Acercó el pesado catalejo a su ojo y lo dirigió hacia el puerto. Todavía no era plenamente de día y, como de costumbre, estaba velado por un jirón de niebla, y el Hotspur había dejado su fondeadero a media milla o más a popa. Aun así, pudo verla. Una solitaria mancha gris al borde del agua, allá arriba, en el Hard. Quizá (sólo quizá) hubiera una pincelada blanca. A lo mejor María estaba agitando su pañuelo, pero no estaba seguro. De hecho, no creía que fuese así. Sólo estaba la solitaria mancha gris. Hornblower miró de nuevo, y bajó entonces el catalejo. Era muy pesado y le temblaban un poco las manos, de modo que la imagen se movió. Era la primera vez en toda su vida que se hacía a la mar dejando en tierra a alguien a quien le importaba su suerte.
—Gracias, señor Prowse —dijo ásperamente, devolviéndole el catalejo.
Sabía que tenía que pensar en otras cosas, que rápidamente encontraría algo que ocupara sus pensamientos. Afortunadamente, como capitán de un barco que está haciéndose a la mar, no faltaban asuntos que atender.
—Ahora, señor Prowse —ordenó, mirando la estela y la orientación del velamen—. El viento es estable por el momento. Quiero rumbo a Ushant.
—¿Ushant, señor? —Prowse tenía una cara larga y lúgubre como la de una muía, y se quedó allí, de pie, rumiando aquella información sin mostrar cambio alguno en su expresión.
—Ya ha oído lo que he dicho —exclamó Hornblower, súbitamente irritado.
—Sí, señor —respondió Prowse, rápidamente—. Ushant, señor. Sí, señor.
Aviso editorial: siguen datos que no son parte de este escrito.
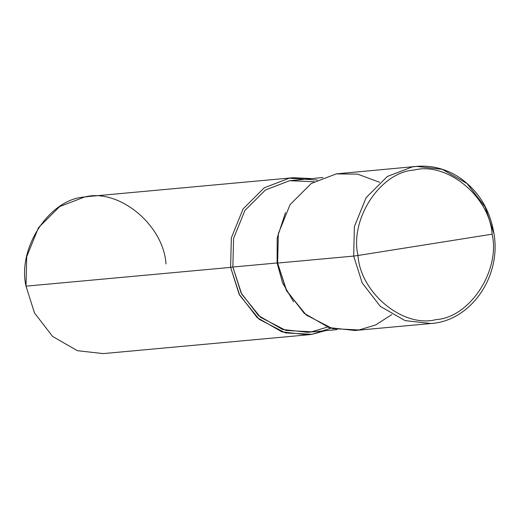 <?xml version="1.0" encoding="UTF-8"?>
<svg xmlns="http://www.w3.org/2000/svg" width="520" height="520" viewBox="0 0 520 520"><rect width="100%" height="100%" fill="white"/><g stroke="black" fill="none" stroke-linecap="round" stroke-linejoin="round"><path stroke-width="0.78" d="M357.975 255.489L492.135 234.169C500.532 270.692 469.644 317.688 435.968 319.618C403.267 328.237 360.373 292.968 357.975 255.489C360.373 292.968 403.267 328.237 435.968 319.618C469.644 317.688 500.532 270.692 492.135 234.169L357.975 255.489C349.576 218.966 380.471 171.977 414.147 170.047C446.849 161.428 489.736 196.69 492.135 234.169C489.736 196.69 446.849 161.428 414.147 170.047C380.471 171.977 349.576 218.966 357.975 255.489L353.672 256.081L357.975 255.489M494 233.818L485.16 207.019L467.077 183.567L442.273 169.306L416.462 166.394L412.288 166.914L387.322 176.488L366.125 197.639L354.393 226.577L353.672 256.081L362.187 282.9L380.276 306.345L405.074 320.613L430.885 323.525L405.074 320.613L380.276 306.345L362.187 282.9L353.672 256.081L354.393 226.577L366.125 197.639L387.322 176.488L412.288 166.914L416.462 166.394C431.47 165.139 445.549 168.688 458.705 177.047C478.16 190.236 489.925 209.157 494 233.818C501.423 276.926 470.561 321.087 430.885 323.525L354.848 330.506L329.03 327.594L304.233 313.333L286.143 289.881L277.628 263.068L353.672 256.081L277.628 263.068L286.735 291.012L306.183 314.99L332.449 328.601L359.021 329.986L375.719 324.922L391.729 314.632M293.663 301.899L282.594 282.964L277.101 262.964L277.608 262.918L277.101 262.964L282.594 282.964L293.663 301.899L282.594 282.964L277.101 262.964L277.186 237.926L285.467 212.647L277.186 237.926L277.101 262.964L232.863 267.026L277.101 262.964M379.574 182.267L357.598 174.122L336.245 173.894L311.279 183.469L290.082 204.62L278.356 233.558L277.628 263.068L278.356 233.558L290.082 204.62L311.279 183.469L336.245 173.894L416.462 166.394M336.908 329.615L307.606 332.306L282.62 329.485L258.615 315.679L241.105 292.981L232.863 267.026L241.677 294.079L260.5 317.291L285.928 330.46L311.649 331.799L327.464 327.061M330.928 328.178L312.013 334.301L285.441 332.917L259.175 319.306L239.727 295.328L230.62 267.384L232.863 267.026L233.565 238.459L244.914 210.451L265.434 189.975L289.601 180.707L322.946 177.515M307.84 334.822L103.213 353.606L77.402 350.695L52.605 336.434L34.515 312.981L26 286.169L230.62 267.384L239.142 294.197L257.225 317.649L282.022 331.909L307.84 334.822L312.013 334.301L325.312 330.681M314.125 181.74L289.601 180.707L265.434 189.975L244.914 210.451L233.565 238.459L232.863 267.026L230.62 267.384L231.348 237.874L243.074 208.936L264.271 187.785L289.237 178.211L317.33 180.018M311.35 178.575L293.41 177.691L289.237 178.211L264.271 187.785L243.074 208.936L231.348 237.874L230.62 267.384L26 286.169L26.721 256.659L38.454 227.728L59.651 206.577L84.617 197.002L88.79 196.475L293.41 177.691M166.004 263.919C163.501 224.809 118.742 188.006 84.617 197.002C49.471 199.017 17.238 248.053 26 286.169"/></g></svg>

Por supuesto, se trataba de una excusa por su primera reacción. Nadie en el barco salvo Hornblower conocía el contenido de las órdenes que llevaban al Hotspur a alta mar. Nadie sabía hacia qué punto del globo se dirigía. La mención de Ushant al menos reducía las posibilidades. Podían descartar el mar del Norte y el Báltico. También Irlanda y el mar de Irlanda, y Saint Lawrence a través del Atlántico. Pero todavía podían ser las Indias Orientales o el Cabo de Buena Esperanza o el Mediterráneo; Ushant era un punto de partida para todos esos lugares.
—¡Señor Bush! —exclamó Hornblower.
—¡Señor!
—Puede despedir al guardia de abajo, y enviar a los hombres a desayunar cuando lo considere oportuno.
—Sí, señor.
—¿Quién es el oficial de guardia?
—Cargill, señor.
—Entonces, está a cargo de cubierta.
Hornblower miró a su alrededor. Todo estaba en orden, y el Hotspur se alejaba de la costa hacia el canal. Pero había algo raro, diferente, poco habitual. De pronto se dio cuenta de lo que era. Por primera vez en su vida iba a hacerse a la mar en tiempo de paz. Había servido durante diez años como oficial naval sin haber tenido nunca esta experiencia. Antes, cuando su barco salía de puerto, siempre existía un peligro adicional a los azares del mar. En cada uno de sus viajes anteriores podía surgir un enemigo en un momento dado en el horizonte. En una hora podían avistar un barco y la tripulación podía estar luchando por su vida. Y el momento más peligroso de todos es cuando acabas de zarpar con una tripulación inexperta, con el adiestramiento y la organización incompletos… era muy probable encontrarse con el enemigo precisamente en ese momento, el menos conveniente.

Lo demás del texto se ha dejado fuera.